Another drill which is useful for teaching kamae in motion and also favoured in many Indonesian systems is a special kind of foot trapping drill, in which two people start out standing in ichimonji close to each other with their own right foot in trapping position against the other person's right foot. You then start out with one person retreating backwards by taking a large step so that his left side is in lead. At the same time, the other guy moves in to trap his opponent's foot once again, and he may also throw a single strike of any kind with the same timing as he's moving his feet, and the other guy parries it so as to maintains his kamae, all in one motion. Another popular Silat-influenced method would be to start out doing any technique and then stopping just short of securing your control over your opponent, so that he may counter and to the same thing to you once again. 
There is also something we did this summer, which started out as a ganseki nage with uke having an extended arm, which he then bends to protect himself while you flow into o-gyaku, oni kudaki, musha dori, katamaki, te makura or similar stuff.

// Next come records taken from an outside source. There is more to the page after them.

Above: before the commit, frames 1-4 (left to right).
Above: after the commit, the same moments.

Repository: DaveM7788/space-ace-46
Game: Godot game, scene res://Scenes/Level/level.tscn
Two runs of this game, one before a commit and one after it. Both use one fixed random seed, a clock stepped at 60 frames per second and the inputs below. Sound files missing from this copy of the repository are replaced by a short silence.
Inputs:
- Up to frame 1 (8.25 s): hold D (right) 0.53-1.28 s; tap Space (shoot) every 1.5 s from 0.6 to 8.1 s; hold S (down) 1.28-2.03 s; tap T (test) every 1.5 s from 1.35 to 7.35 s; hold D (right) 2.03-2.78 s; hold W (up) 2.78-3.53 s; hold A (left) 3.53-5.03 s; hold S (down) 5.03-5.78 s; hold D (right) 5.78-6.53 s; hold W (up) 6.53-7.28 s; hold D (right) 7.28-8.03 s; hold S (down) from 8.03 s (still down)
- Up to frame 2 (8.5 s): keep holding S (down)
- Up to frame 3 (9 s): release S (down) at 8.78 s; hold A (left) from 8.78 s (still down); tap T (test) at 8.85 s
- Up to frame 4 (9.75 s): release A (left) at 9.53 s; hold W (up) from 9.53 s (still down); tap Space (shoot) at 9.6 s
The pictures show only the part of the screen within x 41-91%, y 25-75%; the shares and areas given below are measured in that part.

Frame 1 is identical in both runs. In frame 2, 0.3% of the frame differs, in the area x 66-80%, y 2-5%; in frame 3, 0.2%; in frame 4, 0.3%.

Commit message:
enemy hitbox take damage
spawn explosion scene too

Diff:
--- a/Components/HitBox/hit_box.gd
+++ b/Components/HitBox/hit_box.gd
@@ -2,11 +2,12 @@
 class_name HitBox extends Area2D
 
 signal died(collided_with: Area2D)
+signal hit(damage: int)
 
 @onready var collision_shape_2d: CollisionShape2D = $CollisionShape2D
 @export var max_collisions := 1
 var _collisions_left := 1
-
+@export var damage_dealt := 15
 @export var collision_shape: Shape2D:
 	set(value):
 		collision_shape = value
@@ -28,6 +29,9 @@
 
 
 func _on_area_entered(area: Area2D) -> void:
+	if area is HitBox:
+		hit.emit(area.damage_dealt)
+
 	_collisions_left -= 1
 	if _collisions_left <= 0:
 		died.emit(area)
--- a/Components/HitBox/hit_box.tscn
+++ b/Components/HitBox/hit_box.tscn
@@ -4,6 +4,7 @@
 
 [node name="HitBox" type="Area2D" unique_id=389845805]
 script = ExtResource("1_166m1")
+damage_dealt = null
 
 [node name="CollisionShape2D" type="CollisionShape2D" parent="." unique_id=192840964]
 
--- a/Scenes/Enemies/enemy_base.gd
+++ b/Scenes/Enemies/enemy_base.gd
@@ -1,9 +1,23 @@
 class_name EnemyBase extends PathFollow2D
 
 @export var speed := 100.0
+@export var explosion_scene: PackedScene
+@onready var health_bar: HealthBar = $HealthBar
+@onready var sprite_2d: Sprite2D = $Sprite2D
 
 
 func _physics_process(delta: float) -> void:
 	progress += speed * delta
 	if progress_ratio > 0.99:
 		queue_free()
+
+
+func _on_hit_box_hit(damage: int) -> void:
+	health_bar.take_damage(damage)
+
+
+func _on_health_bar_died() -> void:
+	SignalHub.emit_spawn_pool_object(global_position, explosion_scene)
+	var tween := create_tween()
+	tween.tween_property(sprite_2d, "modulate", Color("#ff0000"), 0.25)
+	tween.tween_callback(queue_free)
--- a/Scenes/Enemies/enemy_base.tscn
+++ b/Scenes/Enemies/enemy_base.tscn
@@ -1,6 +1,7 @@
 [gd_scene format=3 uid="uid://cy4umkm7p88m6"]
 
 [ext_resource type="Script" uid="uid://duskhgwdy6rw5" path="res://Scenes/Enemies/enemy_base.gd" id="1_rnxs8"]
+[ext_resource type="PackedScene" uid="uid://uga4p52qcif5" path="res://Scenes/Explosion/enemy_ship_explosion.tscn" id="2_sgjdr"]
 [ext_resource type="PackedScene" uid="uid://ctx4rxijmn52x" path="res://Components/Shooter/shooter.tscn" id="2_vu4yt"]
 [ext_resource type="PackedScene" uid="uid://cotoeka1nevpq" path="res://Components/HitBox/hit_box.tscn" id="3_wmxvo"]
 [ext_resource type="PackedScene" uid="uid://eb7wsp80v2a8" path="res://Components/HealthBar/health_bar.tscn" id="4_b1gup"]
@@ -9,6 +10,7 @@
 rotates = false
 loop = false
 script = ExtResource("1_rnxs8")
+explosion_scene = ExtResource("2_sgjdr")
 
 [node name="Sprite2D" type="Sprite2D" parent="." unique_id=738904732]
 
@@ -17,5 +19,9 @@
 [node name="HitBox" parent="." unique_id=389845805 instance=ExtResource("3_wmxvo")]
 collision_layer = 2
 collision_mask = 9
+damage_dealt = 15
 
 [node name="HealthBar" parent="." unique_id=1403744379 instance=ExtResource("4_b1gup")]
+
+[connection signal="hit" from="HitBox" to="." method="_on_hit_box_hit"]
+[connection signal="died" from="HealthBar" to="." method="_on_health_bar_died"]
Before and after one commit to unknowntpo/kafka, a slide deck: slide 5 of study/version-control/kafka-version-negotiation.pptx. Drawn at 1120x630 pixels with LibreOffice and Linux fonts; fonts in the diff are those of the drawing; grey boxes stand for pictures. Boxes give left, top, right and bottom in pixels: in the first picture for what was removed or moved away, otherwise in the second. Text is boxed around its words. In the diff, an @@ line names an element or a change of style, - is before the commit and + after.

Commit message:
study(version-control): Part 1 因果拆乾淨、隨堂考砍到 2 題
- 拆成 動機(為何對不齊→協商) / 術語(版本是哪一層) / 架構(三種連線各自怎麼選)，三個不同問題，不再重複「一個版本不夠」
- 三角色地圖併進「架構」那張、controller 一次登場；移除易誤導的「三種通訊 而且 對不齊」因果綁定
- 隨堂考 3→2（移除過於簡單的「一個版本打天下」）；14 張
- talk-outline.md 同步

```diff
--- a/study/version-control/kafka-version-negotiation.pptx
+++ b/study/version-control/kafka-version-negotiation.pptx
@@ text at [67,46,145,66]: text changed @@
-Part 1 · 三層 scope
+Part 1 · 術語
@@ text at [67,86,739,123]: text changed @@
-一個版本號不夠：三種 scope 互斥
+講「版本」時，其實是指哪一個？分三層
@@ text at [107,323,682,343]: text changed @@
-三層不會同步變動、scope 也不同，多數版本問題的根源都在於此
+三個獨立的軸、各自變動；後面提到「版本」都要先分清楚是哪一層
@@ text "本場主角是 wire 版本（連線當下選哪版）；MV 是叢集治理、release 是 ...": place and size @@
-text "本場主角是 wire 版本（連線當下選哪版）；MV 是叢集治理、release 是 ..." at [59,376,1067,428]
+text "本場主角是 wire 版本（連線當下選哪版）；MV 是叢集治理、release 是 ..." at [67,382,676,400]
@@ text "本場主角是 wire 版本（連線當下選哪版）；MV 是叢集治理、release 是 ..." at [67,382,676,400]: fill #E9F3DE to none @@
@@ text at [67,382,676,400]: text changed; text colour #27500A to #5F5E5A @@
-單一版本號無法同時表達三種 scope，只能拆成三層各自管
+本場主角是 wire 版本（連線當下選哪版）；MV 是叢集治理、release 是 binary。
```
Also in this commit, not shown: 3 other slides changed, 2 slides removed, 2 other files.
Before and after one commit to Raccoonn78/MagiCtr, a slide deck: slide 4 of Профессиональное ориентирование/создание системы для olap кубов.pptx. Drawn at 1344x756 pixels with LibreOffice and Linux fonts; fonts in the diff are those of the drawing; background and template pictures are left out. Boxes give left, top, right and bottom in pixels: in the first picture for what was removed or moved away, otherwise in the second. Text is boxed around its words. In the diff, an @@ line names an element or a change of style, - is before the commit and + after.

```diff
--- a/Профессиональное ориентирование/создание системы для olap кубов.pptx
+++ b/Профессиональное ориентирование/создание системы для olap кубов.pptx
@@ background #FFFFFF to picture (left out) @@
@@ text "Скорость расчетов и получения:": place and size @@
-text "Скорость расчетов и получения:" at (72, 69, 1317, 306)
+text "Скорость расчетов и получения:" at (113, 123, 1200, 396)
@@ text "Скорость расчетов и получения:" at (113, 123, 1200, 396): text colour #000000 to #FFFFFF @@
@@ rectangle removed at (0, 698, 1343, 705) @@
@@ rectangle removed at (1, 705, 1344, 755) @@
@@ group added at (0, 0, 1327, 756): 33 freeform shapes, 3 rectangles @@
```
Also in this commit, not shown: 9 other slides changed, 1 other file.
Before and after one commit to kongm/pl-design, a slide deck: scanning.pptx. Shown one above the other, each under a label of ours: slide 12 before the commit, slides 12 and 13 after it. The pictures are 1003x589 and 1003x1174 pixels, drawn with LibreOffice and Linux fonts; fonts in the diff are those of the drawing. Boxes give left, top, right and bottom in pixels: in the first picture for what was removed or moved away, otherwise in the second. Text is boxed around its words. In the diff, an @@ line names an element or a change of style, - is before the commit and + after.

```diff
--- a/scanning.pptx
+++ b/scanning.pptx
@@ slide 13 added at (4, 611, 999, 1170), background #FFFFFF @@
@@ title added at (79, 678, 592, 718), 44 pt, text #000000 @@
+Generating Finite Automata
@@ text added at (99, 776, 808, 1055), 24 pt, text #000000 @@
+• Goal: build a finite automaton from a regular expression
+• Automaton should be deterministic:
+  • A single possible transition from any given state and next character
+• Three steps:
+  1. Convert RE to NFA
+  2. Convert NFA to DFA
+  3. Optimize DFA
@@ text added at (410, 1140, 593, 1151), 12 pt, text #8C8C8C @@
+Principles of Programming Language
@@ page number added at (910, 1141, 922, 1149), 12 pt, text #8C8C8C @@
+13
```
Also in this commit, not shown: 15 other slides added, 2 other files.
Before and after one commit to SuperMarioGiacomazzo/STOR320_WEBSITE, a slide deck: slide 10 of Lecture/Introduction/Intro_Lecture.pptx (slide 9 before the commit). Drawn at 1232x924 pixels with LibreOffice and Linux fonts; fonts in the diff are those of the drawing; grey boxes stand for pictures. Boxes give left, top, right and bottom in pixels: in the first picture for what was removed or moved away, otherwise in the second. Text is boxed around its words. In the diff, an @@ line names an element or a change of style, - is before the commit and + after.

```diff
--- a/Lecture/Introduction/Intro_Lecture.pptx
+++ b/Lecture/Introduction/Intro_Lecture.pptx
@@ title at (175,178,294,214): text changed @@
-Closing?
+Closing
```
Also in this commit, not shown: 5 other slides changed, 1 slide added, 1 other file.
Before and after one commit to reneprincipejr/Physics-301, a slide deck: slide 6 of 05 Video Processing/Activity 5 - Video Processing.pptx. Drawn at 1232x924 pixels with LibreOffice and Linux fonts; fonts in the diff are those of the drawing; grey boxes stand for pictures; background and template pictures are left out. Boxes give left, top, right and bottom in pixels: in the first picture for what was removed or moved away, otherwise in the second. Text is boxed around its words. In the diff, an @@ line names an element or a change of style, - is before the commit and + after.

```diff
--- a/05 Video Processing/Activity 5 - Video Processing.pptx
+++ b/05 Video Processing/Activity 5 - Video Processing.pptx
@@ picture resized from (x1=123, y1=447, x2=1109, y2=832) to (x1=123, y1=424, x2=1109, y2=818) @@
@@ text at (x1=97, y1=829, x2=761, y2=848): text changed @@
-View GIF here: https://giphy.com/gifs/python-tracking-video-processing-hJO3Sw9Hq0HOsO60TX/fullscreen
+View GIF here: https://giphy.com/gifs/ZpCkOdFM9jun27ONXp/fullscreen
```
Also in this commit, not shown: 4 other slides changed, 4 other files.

The unwritten rule was that uke stopped resisting if the technique you put on was secured to something like 60-70 percent or more, and again, this isn't something you can really do successfully with someone you don't know and trust.

With swords, I've done shinai sparring with gloves (and a few times with a helmet when I was younger, I believe) in which thrusts were allowed semi-contact and to the abdomen, as well as full contact sparring with soft boffer swords (and a handful of times, with a soft bo staff versus sword) without any protection and the only rule being no thrusts to the face or groin. It's kind of funny that the arms and hands are pretty much always the first to get cut, and it's also kind of funny to notice that this approach is used in pretty much all of the nine basic sword kata in the Kukishinden Bikenjutsu, if memory serves me correctly...
However, proper cutting and moving with a Japanese katana takes quite an amount of time to be properly learned, and it is all too easy to fool oneself into thinking one knows how to handle a katana just by sparring practice alone. Another problem with this kind of training is that one may forget the high stakes of an actual duel with sharp swords - that is, if you screw up during initial contact, you're pretty much screwed without any possibility to make up for your misjudgement. Furthermore, blocking tends to be much more frequent in these kinds of matches than what would be preferable in real life. One way of circumventing this problem is for the "losing" person to instantly name the place where he's been hit, such as "right forearm", "left knee", "left shoulder" and so forth after which the duel is reset - kind of like kendo sparring procedure in reverse.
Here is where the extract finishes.